ETL pipelines for the RKI Metadata Exchange.

cookiecutter cve-scan documentation linting open-code testing

project

The Metadata Exchange (MEx) project is committed to improve the retrieval of RKI research data and projects. How? By focusing on metadata: instead of providing the actual research data directly, the MEx metadata catalog captures descriptive information about research data and activities. On this basis, we want to make the data FAIR1 so that it can be shared with others.

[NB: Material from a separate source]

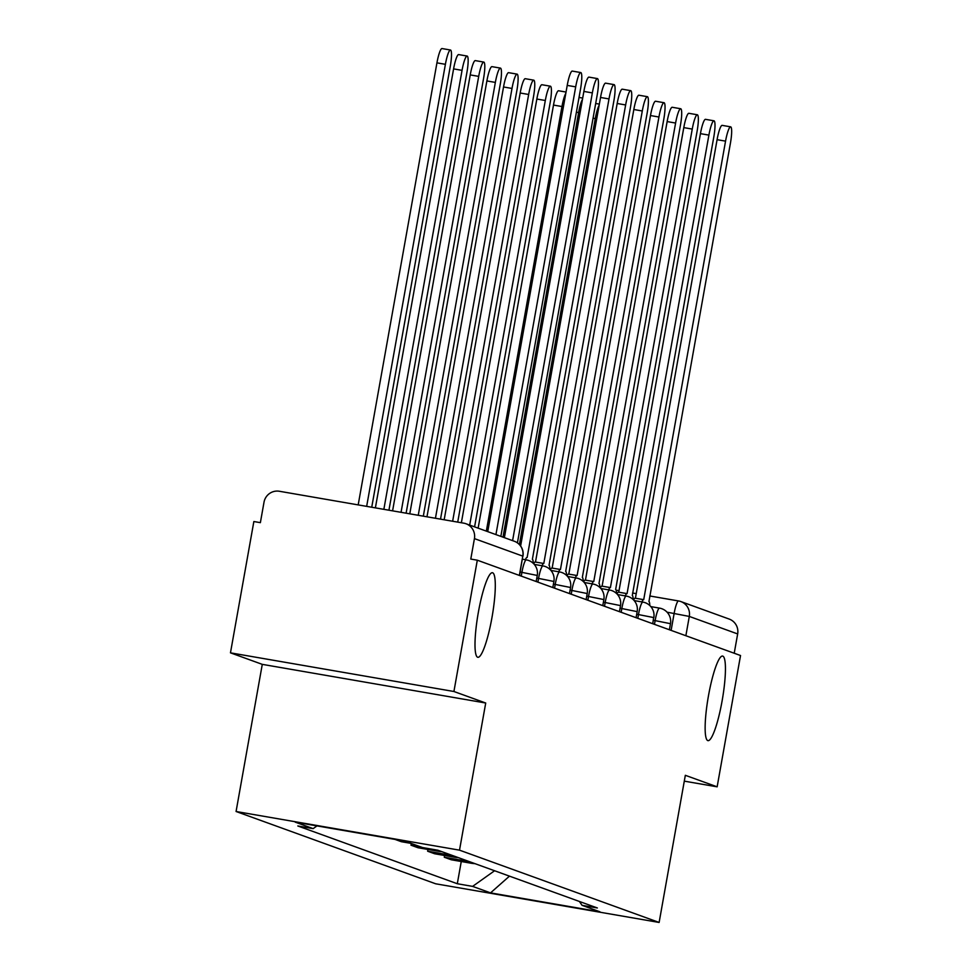 <?xml version="1.0" encoding="UTF-8"?>
<svg xmlns="http://www.w3.org/2000/svg" width="971" height="971" viewBox="0 0 971 971"><rect width="100%" height="100%" fill="white"/><g stroke="black" fill="none" stroke-linecap="round" stroke-linejoin="round"><path stroke-width="1.46" d="M708.454 695.879A42.918 7.161 -80.2 0 1 722.606 656.068A42.918 7.161 -80.2 0 1 722.121 700.831A42.918 7.161 -80.2 0 1 707.968 740.642A42.918 7.161 -80.2 0 1 708.454 695.879M478.315 612.543A42.918 7.161 -80.2 0 1 492.467 572.732A42.918 7.161 -80.2 0 1 491.981 617.483A42.918 7.161 -80.2 0 1 477.829 657.294A42.918 7.161 -80.2 0 1 478.315 612.543M453.918 691.498L230.467 652.84L262.279 664.358L236.074 811.501L435.676 883.792L659.127 922.45L459.514 850.159L485.718 703.016L453.918 691.498L477.307 560.194L740.533 655.522L717.144 786.826L685.332 775.307L659.127 922.45M230.467 652.84L253.856 521.536L260.374 522.653L264.015 502.201A13.412 13.218 -70.1 0 1 279.393 491.265L463.75 523.163A13.412 13.218 -70.1 0 1 465.971 523.745L514.327 541.26A13.412 13.218 109.9 0 1 522.786 556.128L474.431 538.614A13.412 13.218 -70.1 0 0 465.971 523.745M678.498 600.952L649.769 595.976L678.559 600.952A13.412 2.233 99.8 0 1 678.632 600.976A13.412 13.218 109.9 0 1 680.841 601.559L729.197 619.073A13.412 13.218 109.9 0 1 737.657 633.942L689.301 616.427L667.065 612.179M734.222 653.24L737.657 633.942M684.288 781.145L717.144 786.826M474.431 538.614L470.789 559.065L477.307 560.194M395.027 839.405L401.387 841.711L411 843.374M411.291 843.483L410.988 845.195L418.04 847.744L437.909 851.179A30.841 30.392 -70.1 0 0 441.671 851.591M420.601 846.858L410.988 845.195M451.284 855.063A30.841 30.392 109.9 0 1 447.51 854.662L427.641 851.215L434.692 853.776L454.562 857.211A30.841 30.392 -70.1 0 0 458.324 857.624M427.956 849.455L427.641 851.215M467.937 861.095A30.841 30.392 109.9 0 1 464.162 860.682L444.293 857.247L451.345 859.796L471.202 863.243A30.841 30.392 -70.1 0 0 474.977 863.644M444.609 855.487L444.293 857.247M316.971 825.908L313.135 828.627L295.208 822.134L404.652 841.068L422.579 847.562L437.885 850.22L597.359 907.97L582.054 905.324L599.981 911.818L490.549 892.883L472.61 886.389L494.591 870.744M313.135 828.627L297.83 825.981L457.305 883.731L472.61 886.389M236.074 811.501L459.514 850.159M262.279 664.358L485.718 703.016M461.261 861.52L457.305 883.731M579.384 901.464L582.054 905.324M509.472 876.133L490.549 892.883M487.733 531.635L567.222 85.399A15.427 2.573 -80.2 0 1 572.307 71.089L580.779 72.558A15.427 2.573 99.8 0 0 575.694 86.868L495.938 534.596M500.842 536.38L580.597 88.64A15.427 2.573 99.8 0 0 580.779 72.558M371.735 507.238L450.313 66.101A15.427 2.573 99.8 0 0 450.483 50.019A15.427 2.573 99.8 0 0 445.398 64.317L366.662 506.364M358.19 504.896L436.938 62.86A15.427 2.573 -80.2 0 1 442.023 48.55L450.483 50.019M504.386 537.655L583.874 91.432A15.427 2.573 -80.2 0 1 588.96 77.122L597.432 78.59A15.427 2.573 99.8 0 0 592.346 92.9L512.591 540.629M517.422 542.862L597.25 94.673A15.427 2.573 99.8 0 0 597.432 78.59M533.2 563.289A13.412 2.233 99.8 0 0 532.375 559.345L613.903 100.705A15.427 2.573 99.8 0 0 614.073 84.623A15.427 2.573 99.8 0 0 608.999 98.921L527.144 557.451A13.412 2.233 99.8 0 0 527.083 557.439A13.412 2.233 99.8 0 0 525.36 559.709M520.626 546.018L600.527 97.464A15.427 2.573 -80.2 0 1 605.613 83.154L614.073 84.623M388.934 510.212L466.966 72.133A15.427 2.573 99.8 0 0 467.136 56.051A15.427 2.573 99.8 0 0 462.05 70.349L383.861 509.338M375.389 507.869L453.591 68.892A15.427 2.573 -80.2 0 1 458.664 54.582L467.136 56.051M406.121 513.186L483.619 78.166A15.427 2.573 99.8 0 0 483.789 62.071A15.427 2.573 99.8 0 0 478.703 76.381L401.059 512.312M392.587 510.843L470.231 74.913A15.427 2.573 -80.2 0 1 475.317 60.615L483.789 62.071M549.853 569.322A13.412 2.233 99.8 0 0 549.028 565.377L630.555 106.737A15.427 2.573 99.8 0 0 630.725 90.655A15.427 2.573 99.8 0 0 625.64 104.953L543.796 563.483A13.412 2.233 99.8 0 0 543.736 563.471A13.412 2.233 99.8 0 0 542.012 565.741M533.747 563.823A13.412 2.233 -80.2 0 1 535.264 562.003A13.412 2.233 -80.2 0 1 535.324 562.015L543.663 563.459M535.494 562.039L617.18 103.496A15.427 2.573 -80.2 0 1 622.265 89.186L630.725 90.655M566.506 575.342A13.412 2.233 99.8 0 0 565.68 571.409L647.208 112.77A15.427 2.573 99.8 0 0 647.378 96.675A15.427 2.573 99.8 0 0 642.292 110.985L560.449 569.516A13.412 2.233 99.8 0 0 560.388 569.492A13.412 2.233 99.8 0 0 558.665 571.773M550.399 569.856A13.412 2.233 -80.2 0 1 551.916 568.035A13.412 2.233 -80.2 0 1 551.977 568.047L560.316 569.492M552.147 568.071L633.832 109.517A15.427 2.573 -80.2 0 1 638.918 95.219L647.378 96.675M583.158 581.374A13.412 2.233 99.8 0 0 582.333 577.442L663.861 118.79A15.427 2.573 99.8 0 0 664.03 102.708A15.427 2.573 99.8 0 0 658.945 117.018L577.102 575.548A13.412 2.233 99.8 0 0 577.041 575.524A13.412 2.233 99.8 0 0 575.317 577.806M567.052 575.876A13.412 2.233 -80.2 0 1 568.569 574.067A13.412 2.233 -80.2 0 1 568.63 574.079L576.968 575.524M568.8 574.104L650.485 115.549A15.427 2.573 -80.2 0 1 655.571 101.239L664.03 102.708M423.32 516.159L500.271 84.186A15.427 2.573 99.8 0 0 500.441 68.104A15.427 2.573 99.8 0 0 495.356 82.414L418.246 515.285M409.786 513.817L486.884 80.945A15.427 2.573 -80.2 0 1 491.969 66.647L500.441 68.104M440.518 519.145L516.924 90.218A15.427 2.573 99.8 0 0 517.094 74.136A15.427 2.573 99.8 0 0 512.008 88.446L435.445 518.259M426.973 516.803L503.536 86.977A15.427 2.573 -80.2 0 1 508.622 72.667L517.094 74.136M457.717 522.119L533.577 96.25A15.427 2.573 99.8 0 0 533.747 80.168A15.427 2.573 99.8 0 0 528.661 94.478L452.644 521.233M444.172 519.776L520.189 93.01A15.427 2.573 -80.2 0 1 525.275 78.7L533.747 80.168M599.811 587.406A13.412 2.233 99.8 0 0 598.986 583.474L680.513 124.822A15.427 2.573 99.8 0 0 680.683 108.74A15.427 2.573 99.8 0 0 675.598 123.05L593.754 581.58A13.412 2.233 99.8 0 0 593.694 581.556A13.412 2.233 99.8 0 0 591.97 583.838M583.705 581.908A13.412 2.233 -80.2 0 1 585.222 580.088A13.412 2.233 -80.2 0 1 585.282 580.112L593.621 581.556M585.452 580.136L667.138 121.581A15.427 2.573 -80.2 0 1 672.211 107.271L680.683 108.74M474.588 526.877L550.229 102.283A15.427 2.573 99.8 0 0 550.399 86.201A15.427 2.573 99.8 0 0 545.314 100.499L469.685 525.093M461.371 522.75L536.842 99.042A15.427 2.573 -80.2 0 1 541.927 84.732L550.399 86.201M616.464 593.439A13.412 2.233 99.8 0 0 615.638 589.494L697.166 130.854A15.427 2.573 99.8 0 0 697.336 114.772A15.427 2.573 99.8 0 0 692.25 129.082L610.407 587.601A13.412 2.233 99.8 0 0 610.346 587.589A13.412 2.233 99.8 0 0 608.623 589.858M600.357 587.941A13.412 2.233 -80.2 0 1 601.874 586.12A13.412 2.233 -80.2 0 1 601.935 586.144L610.274 587.589M602.105 586.168L683.79 127.614A15.427 2.573 -80.2 0 1 688.864 113.304L697.336 114.772M565.802 93.337A15.427 2.573 99.8 0 0 561.966 106.531L486.337 531.125M478.133 528.151L553.494 105.074A15.427 2.573 -80.2 0 1 558.58 90.764L566.032 92.051M633.116 599.471A13.412 2.233 99.8 0 0 632.291 595.526L713.819 136.887A15.427 2.573 99.8 0 0 713.988 120.805A15.427 2.573 99.8 0 0 708.903 135.103L627.06 593.633A13.412 2.233 99.8 0 0 626.999 593.621A13.412 2.233 99.8 0 0 625.275 595.891M617.01 593.973A13.412 2.233 -80.2 0 1 618.527 592.152A13.412 2.233 -80.2 0 1 618.588 592.164L626.926 593.609M618.758 592.189L700.431 133.646A15.427 2.573 -80.2 0 1 705.516 119.336L713.988 120.805M582.454 99.37A15.427 2.573 99.8 0 0 578.619 112.563L502.99 537.157M649.769 605.503A13.412 2.233 99.8 0 0 648.944 601.559L730.471 142.919A15.427 2.573 99.8 0 0 730.641 126.837A15.427 2.573 99.8 0 0 725.555 141.135L643.712 599.665A13.412 2.233 99.8 0 0 643.652 599.653A13.412 2.233 99.8 0 0 641.928 601.923M633.65 600.005A13.412 2.233 -80.2 0 1 635.18 598.185A13.412 2.233 -80.2 0 1 635.24 598.197L643.579 599.641M635.41 598.221L717.083 139.678A15.427 2.573 -80.2 0 1 722.169 125.368L730.641 126.837M599.107 105.402A15.427 2.573 99.8 0 0 595.272 118.596L519.4 544.549M669.395 629.754L670.476 623.685L653.362 620.263M654.466 624.353L655.134 620.566A13.412 2.233 -80.2 0 1 659.564 608.125A13.412 2.233 -80.2 0 1 659.625 608.137M652.743 623.722L653.653 617.556L636.709 614.23M637.813 618.321L638.481 614.534A13.412 2.233 -80.2 0 1 642.911 602.093A13.412 2.233 -80.2 0 1 642.972 602.105M636.09 617.702L637.17 611.633L620.056 608.198M621.161 612.288L621.841 608.501A13.412 2.233 -80.2 0 1 626.259 596.06A13.412 2.233 -80.2 0 1 626.319 596.085M619.437 611.669L620.518 605.601L603.404 602.166M604.508 606.256L605.188 602.469A13.412 2.233 -80.2 0 1 609.606 590.028A13.412 2.233 -80.2 0 1 609.667 590.052M602.785 605.637L603.865 599.568L586.751 596.133M587.856 600.224L588.535 596.449A13.412 2.233 -80.2 0 1 592.953 584.008A13.412 2.233 -80.2 0 1 593.014 584.02M586.132 599.605L587.212 593.536L570.098 590.101M571.203 594.203L571.883 590.417A13.412 2.233 -80.2 0 1 576.301 577.976A13.412 2.233 -80.2 0 1 576.361 577.988M569.479 593.572L570.56 587.504L553.446 584.081M554.55 588.171L555.23 584.384A13.412 2.233 -80.2 0 1 559.648 571.943A13.412 2.233 -80.2 0 1 559.709 571.955M552.827 587.54L553.907 581.471L536.793 578.048M537.898 582.139L538.577 578.352A13.412 2.233 -80.2 0 1 542.995 565.911A13.412 2.233 -80.2 0 1 543.056 565.923M536.174 581.52L537.266 575.451L520.14 572.016M521.245 576.106L521.925 572.32A13.412 2.233 -80.2 0 1 526.343 559.879A13.412 2.233 -80.2 0 1 526.403 559.903M671.119 630.385L674.141 613.393A13.412 2.233 99.8 0 1 678.559 600.952A13.412 13.412 0 0 1 680.841 601.559A13.412 13.218 109.9 0 1 689.301 616.427L685.866 635.726M599.811 587.334L600.576 587.467L599.811 587.334M616.112 590.162L619.025 590.659L616.112 590.15M632.57 593.002L636.223 593.633L632.57 593.002M454.562 857.211L447.51 854.662M437.909 851.179L432.835 849.346M471.202 863.243L464.162 860.682M519.534 575.487L522.786 556.128L519.351 575.415M575.694 86.868L567.222 85.399M436.938 62.86L445.398 64.317M592.346 92.9L583.874 91.432M608.999 98.921L600.527 97.464M453.591 68.892L462.05 70.349M470.231 74.913L478.703 76.381M625.64 104.953L617.18 103.496M642.292 110.985L633.832 109.517M658.945 117.018L650.485 115.549M486.884 80.945L495.356 82.414M503.536 86.977L512.008 88.446M520.189 93.01L528.661 94.478M675.598 123.05L667.138 121.581M536.842 99.042L545.314 100.499M692.25 129.082L683.79 127.614M553.494 105.074L561.966 106.531M708.903 135.103L700.431 133.646M576.41 112.187L578.619 112.563M725.555 141.135L717.083 139.678M593.063 118.207L595.272 118.596M537.266 575.451A13.412 13.412 0 0 0 526.343 559.879L522.422 559.199M553.907 581.471A13.412 13.412 0 0 0 542.995 565.911L534.268 564.406M570.56 587.504A13.412 13.412 0 0 0 559.648 571.943L550.921 570.426M587.212 593.536A13.412 13.412 0 0 0 576.301 577.976L567.574 576.458M603.865 599.568A13.412 13.412 0 0 0 592.953 584.008L584.226 582.491M620.518 605.601A13.412 13.412 0 0 0 609.606 590.028L600.879 588.523M637.17 611.633A13.412 13.412 0 0 0 626.259 596.06L617.532 594.555M653.823 617.665A13.412 13.412 0 0 0 642.911 602.093L634.184 600.588M670.476 623.685A13.412 13.412 0 0 0 659.564 608.125L650.837 606.608M522.956 556.225A13.412 13.412 0 0 0 514.327 541.26M543.736 563.471L535.264 562.003M560.388 569.492L551.916 568.035M577.041 575.524L568.569 574.067M593.694 581.556L585.222 580.088M610.346 587.589L601.874 586.12M626.999 593.621L618.527 592.152M579.032 97.452L582.685 98.083M643.652 599.653L635.18 598.185M595.684 103.484L599.338 104.115"/></g></svg>

Via MEx, metadata will be made findable, accessible and shareable, as well as available for further research. The goal is to get an overview of what research data is available, understand its context, and know what needs to be considered for subsequent use.

RKI cooperated with D4L data4life gGmbH for a pilot phase where the vision of a FAIR metadata catalog was explored and concepts and prototypes were developed. The partnership has ended with the successful conclusion of the pilot phase.

After an internal launch, the metadata will also be made publicly available and thus be available to external researchers as well as the interested (professional) public to find research data from the RKI.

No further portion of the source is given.